What the exercise asks
What you return must match the entries word for word, minus the pictures.

(Stored data entries)
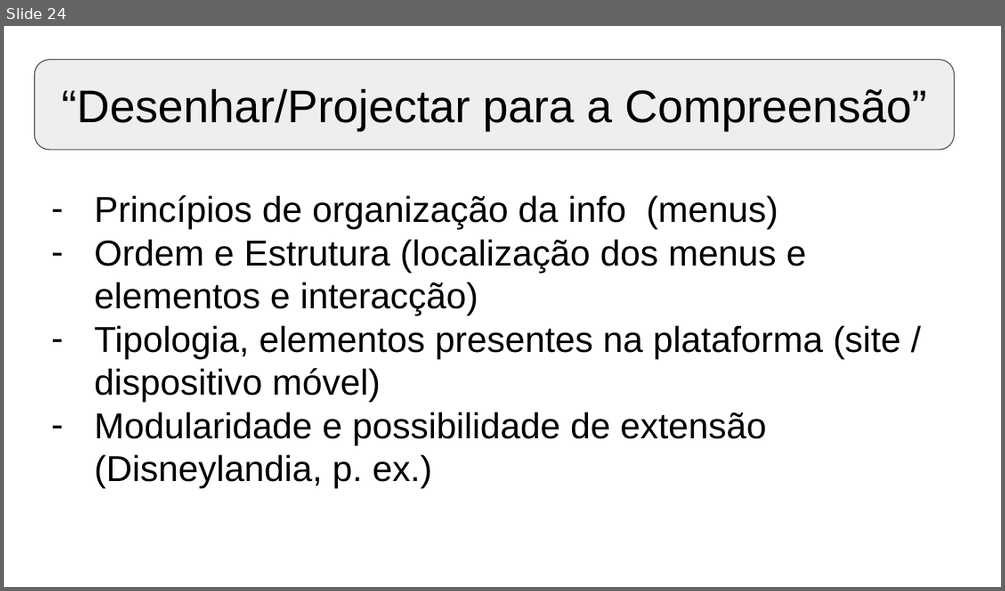
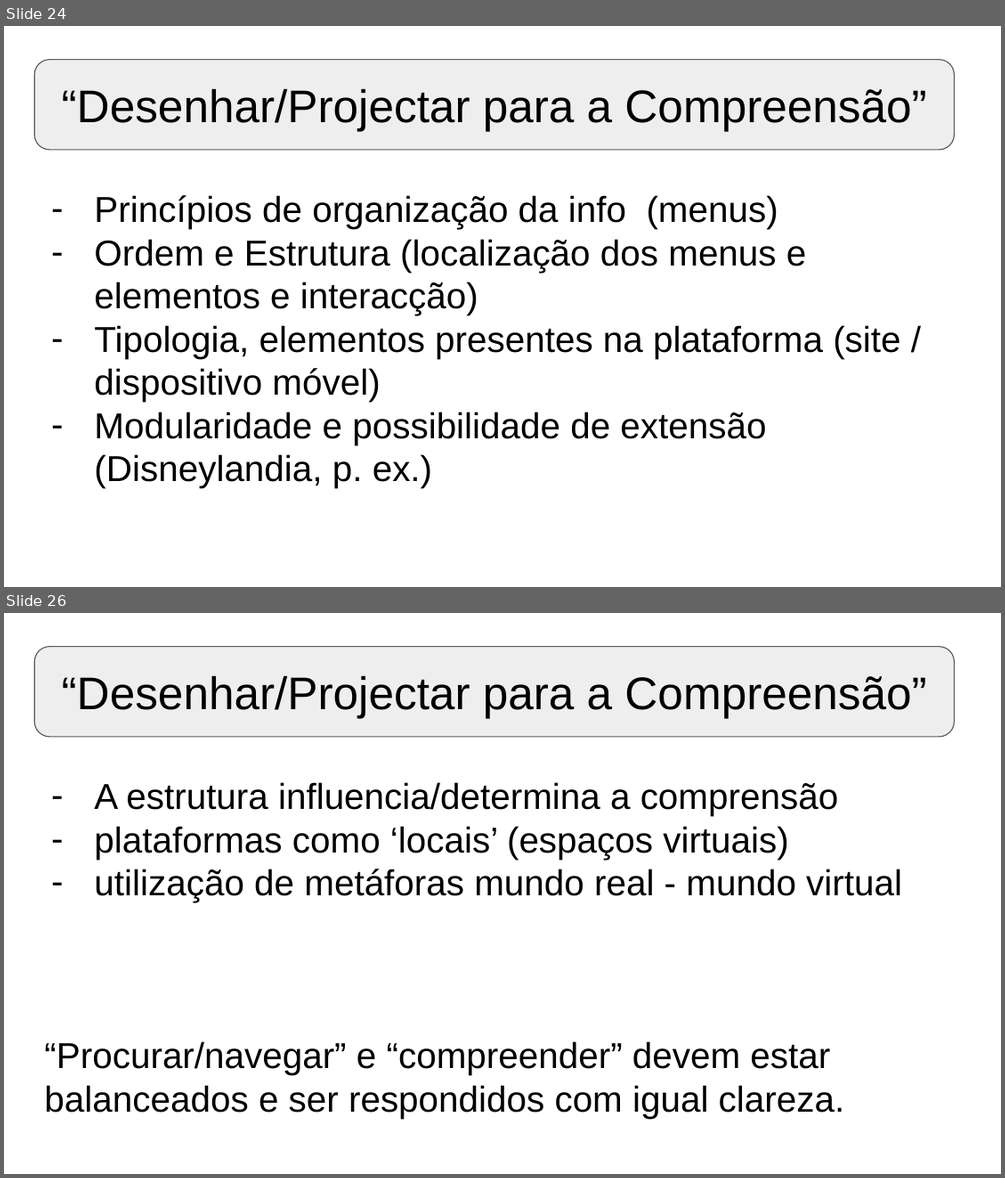
Before and after one commit to pedroccpimenta/aiwm, a slide deck: AIWM.pptx. Shown one above the other, each under a label of ours: slide 24 before the commit, slides 24 and 26 after it; the slides between them are not shown. The pictures are 1005x591 and 1005x1178 pixels, drawn with LibreOffice and Linux fonts; fonts in the diff are those of the drawing. Boxes give left, top, right and bottom in pixels: in the first picture for what was removed or moved away, otherwise in the second. Text is boxed around its words. In the diff, an @@ line names an element or a change of style, - is before the commit and + after.

```diff
--- a/AIWM.pptx
+++ b/AIWM.pptx
@@ slide 26 added at [4, 613, 1001, 1174], background #FFFFFF @@
@@ rounded rectangle added at [35, 647, 954, 737], fill #EEEEEE, outline #595959 0.75 pt, 33 pt, text #000000 @@
+“Desenhar/Projectar para a Compreensão”
@@ text added at [44, 782, 902, 1119], 26 pt, text #000000 @@
+– A estrutura influencia/determina a comprensão
+– plataformas como ‘locais’ (espaços virtuais)
+– utilização de metáforas mundo real - mundo virtual
+“Procurar/navegar” e “compreender” devem estar balanceados e ser respondidos com igual clareza.
```
Also in this commit, not shown: 1 slide changed, 19 other slides added, 1 slide removed, 1 other file.

Answer to the exercise
Before and after one commit to pedroccpimenta/aiwm, a slide deck: AIWM.pptx. Shown one above the other, each under a label of ours: slide 24 before the commit, slides 24 and 26 after it; the slides between them are not shown. The pictures are 1005x591 and 1005x1178 pixels, drawn with LibreOffice and Linux fonts; fonts in the diff are those of the drawing. Boxes give left, top, right and bottom in pixels: in the first picture for what was removed or moved away, otherwise in the second. Text is boxed around its words. In the diff, an @@ line names an element or a change of style, - is before the commit and + after.

```diff
--- a/AIWM.pptx
+++ b/AIWM.pptx
@@ slide 26 added at [4, 613, 1001, 1174], background #FFFFFF @@
@@ rounded rectangle added at [35, 647, 954, 737], fill #EEEEEE, outline #595959 0.75 pt, 33 pt, text #000000 @@
+“Desenhar/Projectar para a Compreensão”
@@ text added at [44, 782, 902, 1119], 26 pt, text #000000 @@
+– A estrutura influencia/determina a comprensão
+– plataformas como ‘locais’ (espaços virtuais)
+– utilização de metáforas mundo real - mundo virtual
+“Procurar/navegar” e “compreender” devem estar balanceados e ser respondidos com igual clareza.
```
Also in this commit, not shown: 1 slide changed, 19 other slides added, 1 slide removed, 1 other file.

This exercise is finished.